Energy required to remove successive electrons from a gaseous atom; IE1 is the first ionization energy.

Electron affinity (EA)

Energy change when adding an electron to a gaseous atom to form an anion; can be negative or positive.

Periodic law

The properties of the elements are periodic functions of their atomic numbers.

Periodic table groups and periods

Groups are vertical columns (1–18); periods are horizontal rows.

Ionic vs covalent bonds

Ionic bonds arise from transfer of electrons; covalent bonds arise from sharing electrons.

Cation vs anion

Cation is a positively charged ion; anion is a negatively charged ion.

Polyatomic ions

Ions composed of more than one atom with an overall charge (e.g., NO3−, SO4^2−).

Oxyanion naming (ate/ite, per-, hypo-)

System for naming oxyanions; ate vs ite indicate oxygen count; per- and hypo- indicate more or fewer oxygens.

Electron configuration exceptions (Cu, Cr)

Deviations due to stability of half-filled or filled d subshells (e.g., Cu: [Ar]4s^1 3d^10; Cr: [Ar]4s^1 3d^5).

Subshell energy order (s < p < d < f)

Within a given principal shell, subshells increase in energy from s to f.

Orbital capacity

Maximum electrons per subshell: s=2, p=6, d=10, f=14.

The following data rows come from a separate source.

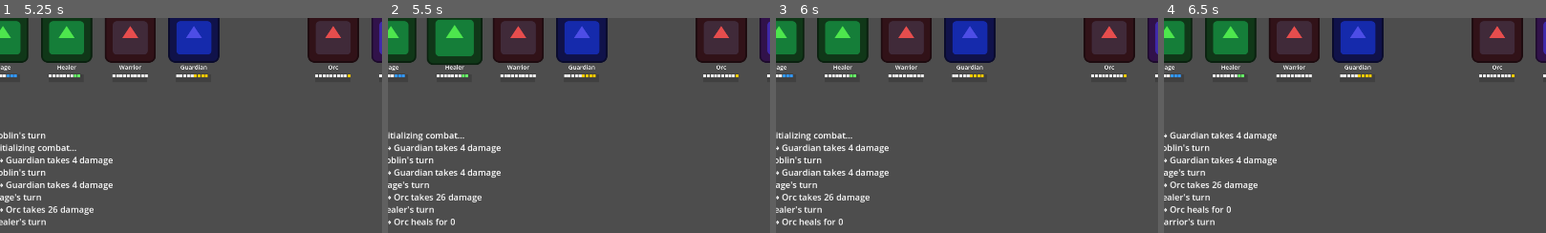
Above: before the commit, frames 1-4 (left to right).
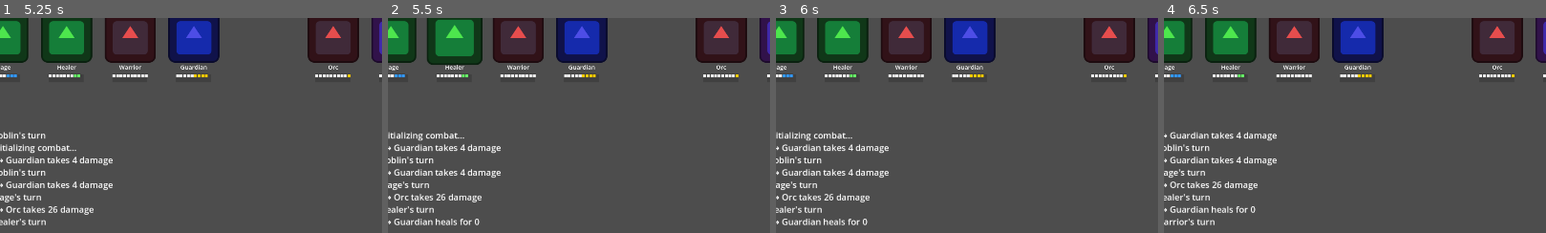
Above: after the commit, the same moments.

Repository: sadripa/autobattle-project
Game: Godot game, scene res://scenes/main.tscn
The game is run twice, just before and just after one commit, with the same random seed, the same clock (stepped at 60 frames per second) and the same inputs. The engine's default icon, where the game draws it, is replaced by a stand-in: a white triangle on a blue panel in a dark square.
Inputs (mouse positions are % of the whole screen's width and height, from its top left):
- Up to frame 1 (5.25 s): tap Enter at 0.5, 2.75 s; move the mouse to (72, 45) at 0.52 s; hold D 0.53-1.25 s; hold Shift 0.53-1.25 s; click (72, 45) at 0.67 s; tap Space at 0.77, 1.25, 3.5, 3.77 s; drag from (30, 55) to (45, 70) at 1.27 s; move the mouse to (60, 28) at 2.02 s; hold D 2.03-2.75 s; tap Z at 2.1 s; drag from (45, 70) to (20, 35) at 2.77 s; move the mouse to (80, 65) at 3.52 s; hold Left 3.53-4.25 s; tap Tab at 3.6 s; drag from (20, 35) to (35, 25) at 4.27 s; move the mouse to (55, 50) at 5.02 s; hold Down from 5.03 s (still down); tap V at 5.1 s; click (55, 50) at 5.17 s
- Up to frame 2 (5.5 s): keep holding Down
- Up to frame 3 (6 s): release Down at 5.75 s; drag from (35, 25) to (30, 55) at 5.77 s
- Up to frame 4 (6.5 s): no input
The pictures show only the part of the screen within x 16-66%, y 46-96%; the shares and areas given below are measured in that part.

Frame 1 is identical in both runs. In frame 2, 0.4% of the frame differs, in the area x 2-24%, y 93-97%; in frame 3, 0.4%; in frame 4, 0.4%.
Error in both runs: Invalid access to property or key 'current_state' on a base object of type 'null instance'. (res://scripts/main.gd:23)

Commit message:
Fix targeting LOWEST ENEMY and shaman heal target.

Diff:
--- /dev/null
+++ b/resources/abilities/heal_shaman.tres
@@ -0,0 +1,20 @@
+[gd_resource type="Resource" script_class="AbilityData" load_steps=2 format=3 uid="uid://d1ahmod4iv6q0"]
+
+[ext_resource type="Script" uid="uid://s0ceuq4nfbgl" path="res://scripts/ability_data.gd" id="1_sjj1g"]
+
+[resource]
+script = ExtResource("1_sjj1g")
+id = "shaman_heal"
+name = "Shaman Heal"
+description = "Restores health to an ally."
+ability_type = 0
+action_type = 2
+target_type = 3
+effect_type = 1
+power = 0.3
+cooldown = 2
+icon_path = ""
+effect_animation = "support"
+custom_params = {
+"duration": ""
+}
--- a/resources/characters/enemy/shaman.tres
+++ b/resources/characters/enemy/shaman.tres
@@ -1,7 +1,7 @@
 [gd_resource type="Resource" script_class="CharacterData" load_steps=3 format=3 uid="uid://dy2gyoh8og0hu"]
 
 [ext_resource type="Script" uid="uid://c364v3lty87vl" path="res://scripts/character/character_data.gd" id="1_184tm"]
-[ext_resource type="Resource" uid="uid://do368141artyl" path="res://resources/abilities/heal.tres" id="1_uj4jh"]
+[ext_resource type="Resource" uid="uid://d1ahmod4iv6q0" path="res://resources/abilities/heal_shaman.tres" id="1_uj4jh"]
 
 [resource]
 script = ExtResource("1_184tm")
--- a/scripts/ability.gd
+++ b/scripts/ability.gd
@@ -98,6 +98,7 @@
 
 		GameEnums.TargetType.LOWEST_ALLY:
 			var target = null
+			# Only search within character's own party
 			target = user_party.get_lowest_health_character()
 			if target:
 				targets.append(target)
--- a/scripts/combat_actions.gd
+++ b/scripts/combat_actions.gd
@@ -124,6 +124,7 @@
 	"""
 	Execute a support ability (healing, buffing)
 	"""
+
 	match ability.effect_type:
 		GameEnums.EffectType.HEAL:
 			for target in targets:
--- a/scripts/game_data.gd
+++ b/scripts/game_data.gd
@@ -60,57 +60,3 @@
 		party_data.append(shaman_data)
 
 	return party_data
-
-# Create abilities that interact with the health system
-func create_health_abilities() -> Dictionary:
-	var abilities = {}
-
-	# Armor-granting ability
-	abilities["iron_skin"] = {
-		"id": "iron_skin",
-		"name": "Iron Skin",
-		"description": "Grants armor to the target",
-		"type": "defend",
-		"target": "self",
-		"effect": "buff",
-		"power": 1.0,
-		"cooldown": 3,
-		"custom_params": {
-			"apply_armor": true,
-			"armor_amount": 20
-		}
-	}
-
-	# Shield-granting ability
-	abilities["arcane_barrier"] = {
-		"id": "arcane_barrier",
-		"name": "Arcane Barrier",
-		"description": "Creates a regenerating shield",
-		"type": "defend",
-		"target": "single_ally",
-		"effect": "buff",
-		"power": 1.0,
-		"cooldown": 3,
-		"custom_params": {
-			"apply_shield": true,
-			"shield_amount": 30
-		}
-	}
-
-	# Overhealth-granting ability
-	abilities["vitality_surge"] = {
-		"id": "vitality_surge",
-		"name": "Vitality Surge",
-		"description": "Grants temporary overhealth",
-		"type": "support",
-		"target": "all_allies",
-		"effect": "heal",
-		"power": 0.5,
-		"cooldown": 4,
-		"custom_params": {
-			"apply_overhealth": true,
-			"flat_heal": 25
-		}
-	}
-
-	return abilities
--- a/scripts/game_enums.gd
+++ b/scripts/game_enums.gd
@@ -133,6 +133,7 @@
 		TargetType.ALL_ENEMIES: return "all_enemies"
 		TargetType.SINGLE_ALLY: return "single_ally"
 		TargetType.ALL_ALLIES: return "all_allies"
+		TargetType.LOWEST_ALLY: return "lowest_ally"
 		TargetType.SELF: return "self"
 		TargetType.POSITION_BASED: return "position_based"
 		_: return "unknown"
--- a/scripts/party.gd
+++ b/scripts/party.gd
@@ -171,17 +171,21 @@
 
 func get_lowest_health_character() -> Character:
 	"""
-	Get the lowest health character
-	based on on max health
-	from all living character
+	Get the character with lowest health percentage from all living characters
 	"""
 	var living = get_living_characters()
 	if living.size() > 0:
 		var target = living[0]
+		var lowest_percentage = target.health.get_health_percentage()
+
 		for c in living:
-			if c.max_hp - c.current_hp > target.max_hp - target.current_hp: target = c
-		if target.max_hp - target.current_hp != 0:
-			return target
+			var current_percentage = c.health.get_health_percentage()
+			if current_percentage < lowest_percentage:
+				lowest_percentage = current_percentage
+				target = c
+
+		# Return a target even if at full health
+		return target
 	return null
 
 func get_character_at_position(pos: int) -> Character:

Orbital vs orbital diagram

Orbital is a region where electrons are likely to be found; orbital diagrams show occupancy with arrows indicating ms.

Transition metals vs inner transition metals

Transition metals: last electron enters d; valence includes ns and (n−1)d. Inner transition metals: last electron enters f; valence includes ns, (n−2)f, and possibly (n−1)d.